WHAT YOU WILL DO: Please find every line of the listing below where "hold" occurs and copy it.
········
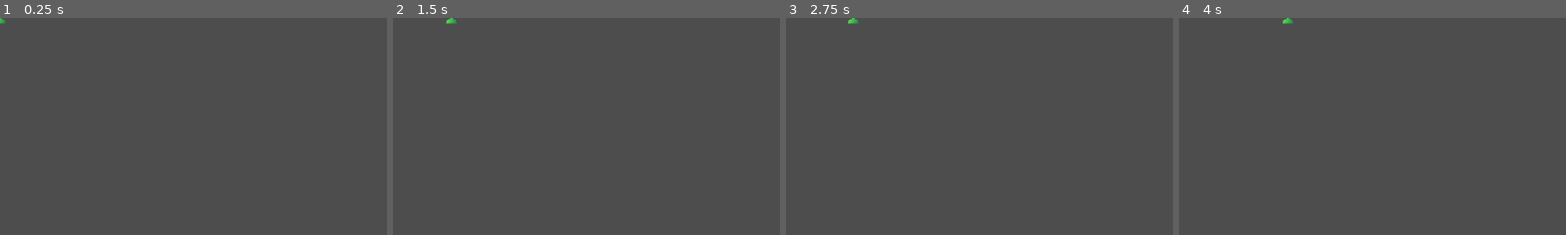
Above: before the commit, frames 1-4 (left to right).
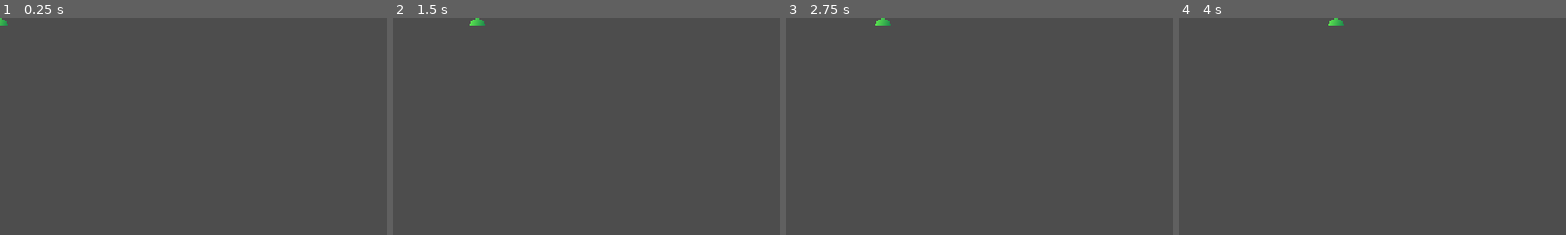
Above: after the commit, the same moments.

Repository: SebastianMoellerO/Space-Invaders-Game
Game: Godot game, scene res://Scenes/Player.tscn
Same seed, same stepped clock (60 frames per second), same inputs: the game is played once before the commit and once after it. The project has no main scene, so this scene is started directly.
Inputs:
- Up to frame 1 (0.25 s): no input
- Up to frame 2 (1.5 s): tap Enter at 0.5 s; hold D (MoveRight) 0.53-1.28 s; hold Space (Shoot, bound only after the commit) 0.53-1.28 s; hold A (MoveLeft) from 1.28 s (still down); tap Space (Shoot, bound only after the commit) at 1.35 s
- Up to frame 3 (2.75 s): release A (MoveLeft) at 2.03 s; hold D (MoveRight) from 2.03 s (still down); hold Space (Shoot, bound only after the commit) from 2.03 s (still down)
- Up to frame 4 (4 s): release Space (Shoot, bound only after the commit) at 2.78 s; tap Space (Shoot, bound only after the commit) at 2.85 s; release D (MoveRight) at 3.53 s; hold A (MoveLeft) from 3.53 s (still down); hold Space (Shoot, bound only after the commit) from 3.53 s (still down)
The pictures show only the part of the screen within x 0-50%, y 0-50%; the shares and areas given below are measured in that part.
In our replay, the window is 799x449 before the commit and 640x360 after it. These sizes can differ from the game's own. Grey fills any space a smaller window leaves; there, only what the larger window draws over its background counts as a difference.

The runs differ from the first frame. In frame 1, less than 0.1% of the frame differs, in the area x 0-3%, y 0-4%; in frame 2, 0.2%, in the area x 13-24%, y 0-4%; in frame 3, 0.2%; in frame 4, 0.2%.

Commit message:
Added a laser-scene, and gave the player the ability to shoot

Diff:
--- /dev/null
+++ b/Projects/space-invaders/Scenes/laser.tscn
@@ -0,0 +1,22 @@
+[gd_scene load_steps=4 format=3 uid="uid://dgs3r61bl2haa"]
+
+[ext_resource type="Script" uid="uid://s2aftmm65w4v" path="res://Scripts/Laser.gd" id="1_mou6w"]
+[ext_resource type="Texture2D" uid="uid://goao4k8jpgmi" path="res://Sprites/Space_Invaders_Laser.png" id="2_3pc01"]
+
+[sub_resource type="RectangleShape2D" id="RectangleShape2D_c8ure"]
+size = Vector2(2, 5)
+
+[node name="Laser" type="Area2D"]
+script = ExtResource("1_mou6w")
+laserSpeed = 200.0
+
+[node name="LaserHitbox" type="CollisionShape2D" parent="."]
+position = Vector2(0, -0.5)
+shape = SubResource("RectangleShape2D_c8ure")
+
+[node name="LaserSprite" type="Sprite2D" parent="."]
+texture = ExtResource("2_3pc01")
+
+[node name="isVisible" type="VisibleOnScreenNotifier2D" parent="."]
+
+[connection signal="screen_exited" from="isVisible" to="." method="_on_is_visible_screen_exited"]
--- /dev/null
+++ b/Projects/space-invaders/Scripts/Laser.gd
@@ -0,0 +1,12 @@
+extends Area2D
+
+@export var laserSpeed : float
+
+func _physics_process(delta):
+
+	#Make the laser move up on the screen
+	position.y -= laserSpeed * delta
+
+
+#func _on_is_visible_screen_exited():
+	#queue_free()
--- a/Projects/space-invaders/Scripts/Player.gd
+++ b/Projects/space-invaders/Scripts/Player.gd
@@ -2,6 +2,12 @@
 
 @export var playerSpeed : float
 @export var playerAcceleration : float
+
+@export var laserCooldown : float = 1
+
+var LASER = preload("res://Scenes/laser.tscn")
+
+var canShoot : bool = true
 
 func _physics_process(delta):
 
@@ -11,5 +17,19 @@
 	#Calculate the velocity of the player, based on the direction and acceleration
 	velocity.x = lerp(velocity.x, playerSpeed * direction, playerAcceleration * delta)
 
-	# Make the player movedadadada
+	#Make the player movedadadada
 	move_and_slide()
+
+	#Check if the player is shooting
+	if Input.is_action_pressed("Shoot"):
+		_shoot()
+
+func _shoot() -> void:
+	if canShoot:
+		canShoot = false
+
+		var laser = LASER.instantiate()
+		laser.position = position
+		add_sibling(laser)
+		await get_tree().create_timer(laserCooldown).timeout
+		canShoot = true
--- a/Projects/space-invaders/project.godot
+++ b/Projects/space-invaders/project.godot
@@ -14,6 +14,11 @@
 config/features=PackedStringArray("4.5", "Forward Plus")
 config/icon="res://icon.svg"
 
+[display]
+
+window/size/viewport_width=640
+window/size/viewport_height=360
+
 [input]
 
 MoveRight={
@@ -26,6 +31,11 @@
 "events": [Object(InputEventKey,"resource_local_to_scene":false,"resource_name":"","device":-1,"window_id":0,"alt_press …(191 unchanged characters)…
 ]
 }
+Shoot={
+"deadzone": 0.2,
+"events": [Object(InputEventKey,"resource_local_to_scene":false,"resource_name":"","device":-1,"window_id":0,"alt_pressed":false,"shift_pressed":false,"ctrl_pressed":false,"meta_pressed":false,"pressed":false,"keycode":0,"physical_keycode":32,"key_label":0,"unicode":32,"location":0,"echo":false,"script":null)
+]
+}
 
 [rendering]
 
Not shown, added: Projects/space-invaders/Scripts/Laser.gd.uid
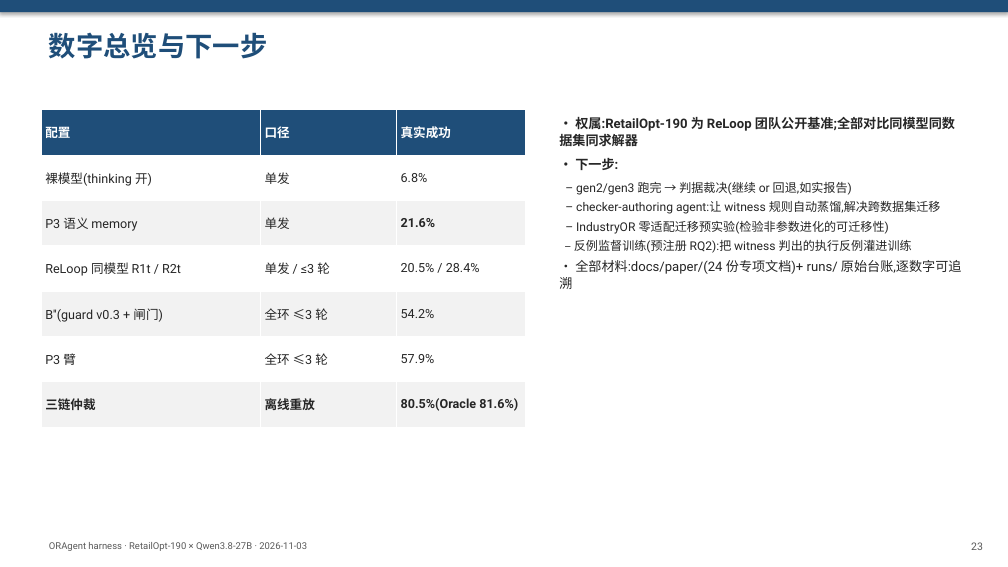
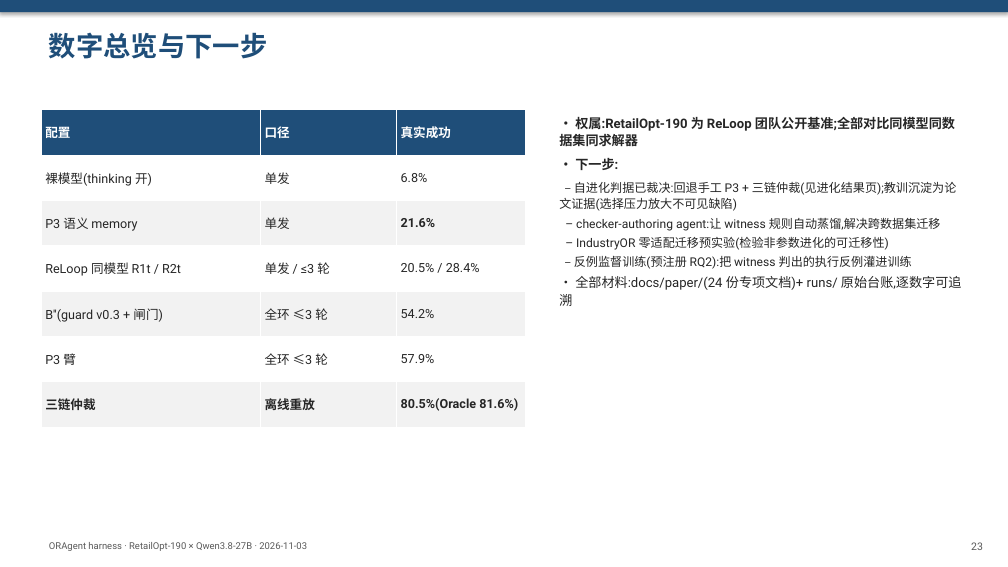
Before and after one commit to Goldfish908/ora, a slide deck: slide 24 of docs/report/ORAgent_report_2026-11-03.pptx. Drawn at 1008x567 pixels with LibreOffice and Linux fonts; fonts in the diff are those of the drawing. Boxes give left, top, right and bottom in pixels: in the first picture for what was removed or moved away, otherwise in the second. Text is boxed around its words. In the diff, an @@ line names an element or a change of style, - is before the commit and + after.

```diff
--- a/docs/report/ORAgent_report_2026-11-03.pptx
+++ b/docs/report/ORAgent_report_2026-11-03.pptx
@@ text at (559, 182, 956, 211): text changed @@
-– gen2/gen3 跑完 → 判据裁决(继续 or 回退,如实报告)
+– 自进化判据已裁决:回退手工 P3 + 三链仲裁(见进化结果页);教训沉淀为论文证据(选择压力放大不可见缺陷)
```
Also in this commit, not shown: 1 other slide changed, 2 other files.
········
ANSWER SECTION:
- Up to frame 2 (1.5 s): tap Enter at 0.5 s; hold D (MoveRight) 0.53-1.28 s; hold Space (Shoot, bound only after the commit) 0.53-1.28 s; hold A (MoveLeft) from 1.28 s (still down); tap Space (Shoot, bound only after the commit) at 1.35 s
- Up to frame 3 (2.75 s): release A (MoveLeft) at 2.03 s; hold D (MoveRight) from 2.03 s (still down); hold Space (Shoot, bound only after the commit) from 2.03 s (still down)
- Up to frame 4 (4 s): release Space (Shoot, bound only after the commit) at 2.78 s; tap Space (Shoot, bound only after the commit) at 2.85 s; release D (MoveRight) at 3.53 s; hold A (MoveLeft) from 3.53 s (still down); hold Space (Shoot, bound only after the commit) from 3.53 s (still down)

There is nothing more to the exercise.